General Packet Radio Service (GPRS) is a relatively recent data service designed to operate with TDMA networks, including GSM networks. GPRS is a packet-switched data transmission protocol capable of transmitting data packets over an air interface at transmission rates up to 1 15 Kbps. Packet-switched networks are to be distinguished from circuit-switched networks. A circuit-switched network maintains a continuous connection between a remote terminal and a network during a communication session. In contrast, a packet-switched network establishes a connection between a remote terminal and the network only when either ( 1 ) the remote terminal desires to transmit data to the network, or (2) the network has data to transmit to the remote terminal.
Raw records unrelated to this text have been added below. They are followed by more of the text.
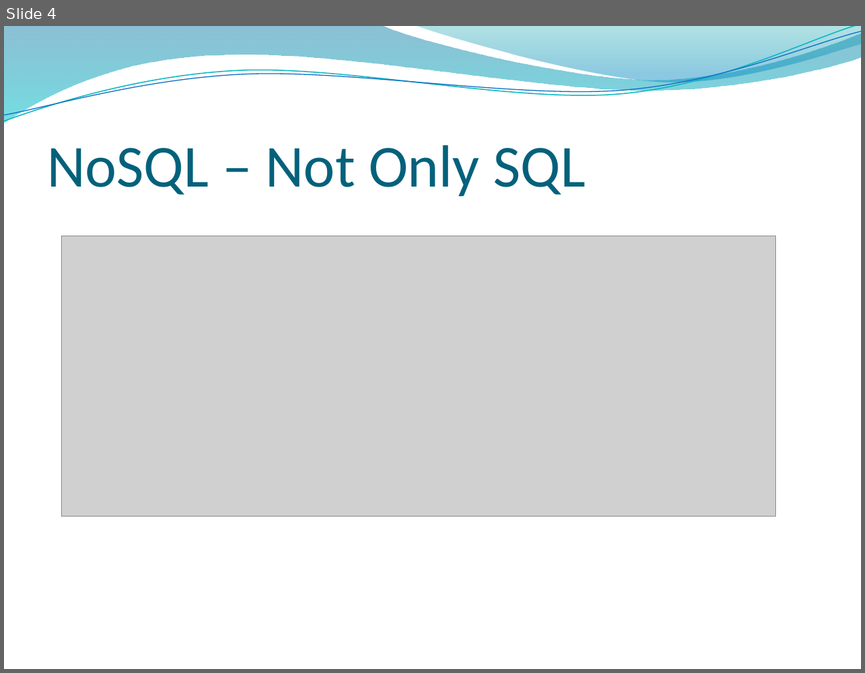
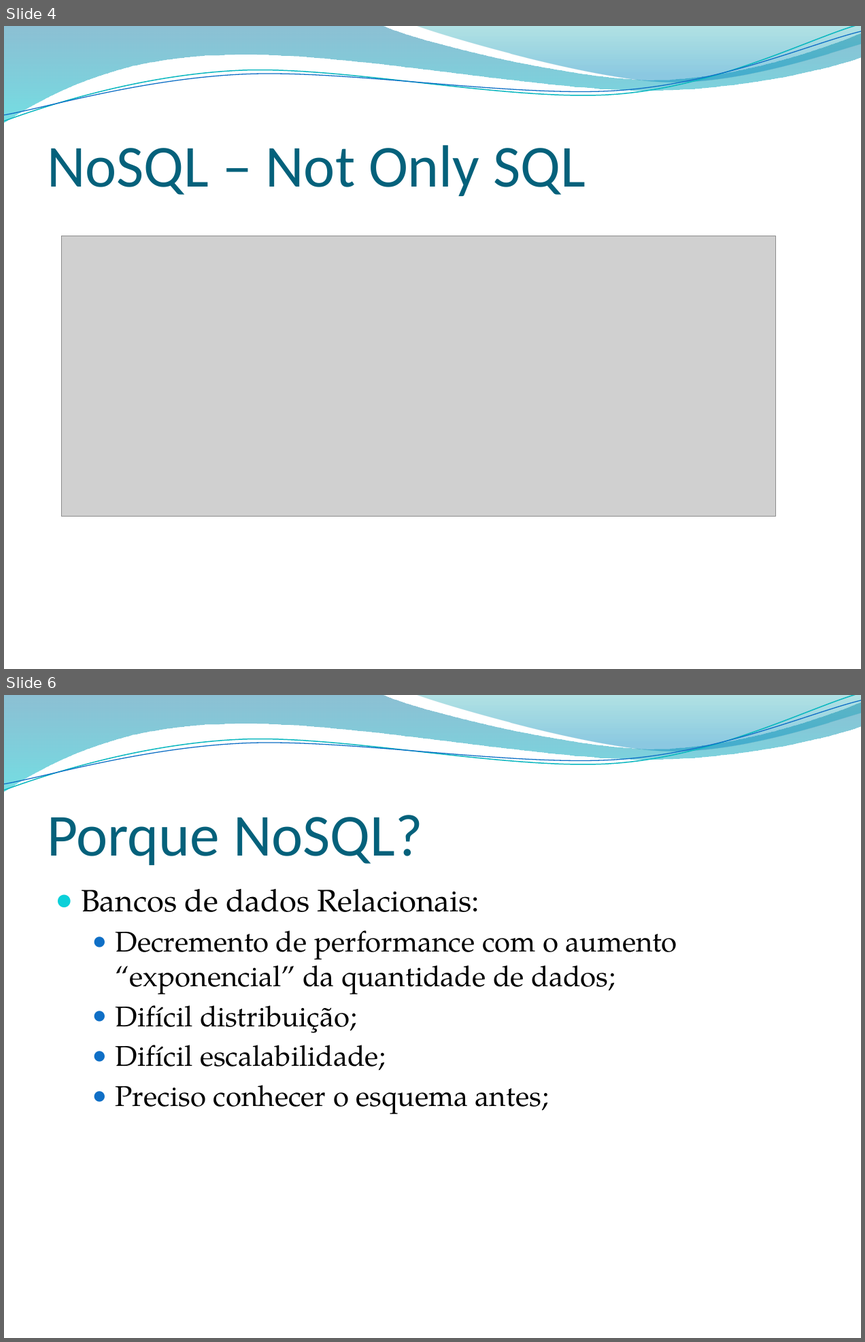
Before and after one commit to leonardopordeus/BD, a slide deck: Aula04.pptx. Shown one above the other, each under a label of ours: slide 4 before the commit, slides 4 and 6 after it; the slides between them are not shown. The pictures are 865x673 and 865x1342 pixels, drawn with LibreOffice and Linux fonts; fonts in the diff are those of the drawing; grey boxes stand for pictures; background and template pictures are left out. Boxes give left, top, right and bottom in pixels: in the first picture for what was removed or moved away, otherwise in the second. Text is boxed around its words. In the diff, an @@ line names an element or a change of style, - is before the commit and + after.

```diff
--- a/Aula04.pptx
+++ b/Aula04.pptx
@@ slide 6 added at (4,695,861,1338), background picture (left out); not listed: 4 template elements that a slide beside it also shows @@
@@ title added at (47,815,423,865), 50 pt, text #04617B @@
+Porque NoSQL?
@@ text added at (81,889,677,1114), 24 pt, text #000000 @@
+● Bancos de dados Relacionais:
+  ● Decremento de performance com o aumento “exponencial” da quantidade de dados;
+  ● Difícil distribuição;
+  ● Difícil escalabilidade;
+  ● Preciso conhecer o esquema antes;
```
Also in this commit, not shown: 5 slides changed, 8 other slides added, 3 other files.

In other words, in GPRS the remote terminal is connected to the network only when information is being transmitted or received.

GPRS networks transmit data and control signals in separate channels. GPRS networks use a Master Packet Data Channel (MPDCH) to transmit control signaling and data signaling. For the uplink (e.g., for data transfers from the remote terminal to the base stations), the capacity of the MPDCH is dynamically shared between channels for control signaling and channels for data signaling. Control signaling includes data control information, e.g., information related to the data packets being transmitted, and is transmitted on a Packet Data Traffic Channel (PDTCH) and its associated Packet Associated Control Channel (PACCH). Access requests are requests by a remote terminal to reserve capacity for a packet transfer, and are transmitted on a Packet Common Control Channel (PCCCH), i.e., a Packet Random Access Channel (PRACH).

In one implementation of GPRS, allocation of capacity on the MPDCH is managed by the Medium Access Control (MAC) protocol. The MAC protocol adds an Uplink State Flag (USF) to each data and control block transmitted on the downlink (e.g. from the network to a remote terminal) PDCH. The USF indicates either that the next uplink block on the MPDCH is reserved (USF = r) for one of the remote terminals in the cell or that next uplink block on the MPDCH is free (USF = f) for any remote terminal in the cell to use. Remote terminals use a multiple access technique to vie for access to an uplink capacity on the MPDCH. To initiate a packet transfer, a remote terminal first determines whether the USF is free (USF=f), and if it is then the remote terminal transmits a random access request on a PRACH in the next time slot. By contrast, if the USF is reserved (USF = r) then the remote terminal waits until the USF is free (USF = f) to transmit a random access request. In another GPRS implementation, random access capacity is managed by reserving a fixed number of blocks in the uplink MPDCH for random access requests, i.e., to the PRACH. Remote terminals are informed about the reservations by Packet System Information messages broadcast on the Packet Broadcast Control Channel (PBCCH). Network control software sets the USF flag to free (USF = f) for the reserved blocks to prevent the reserved blocks from being used for the PDTCH, or for the transmission of data from the remote terminal.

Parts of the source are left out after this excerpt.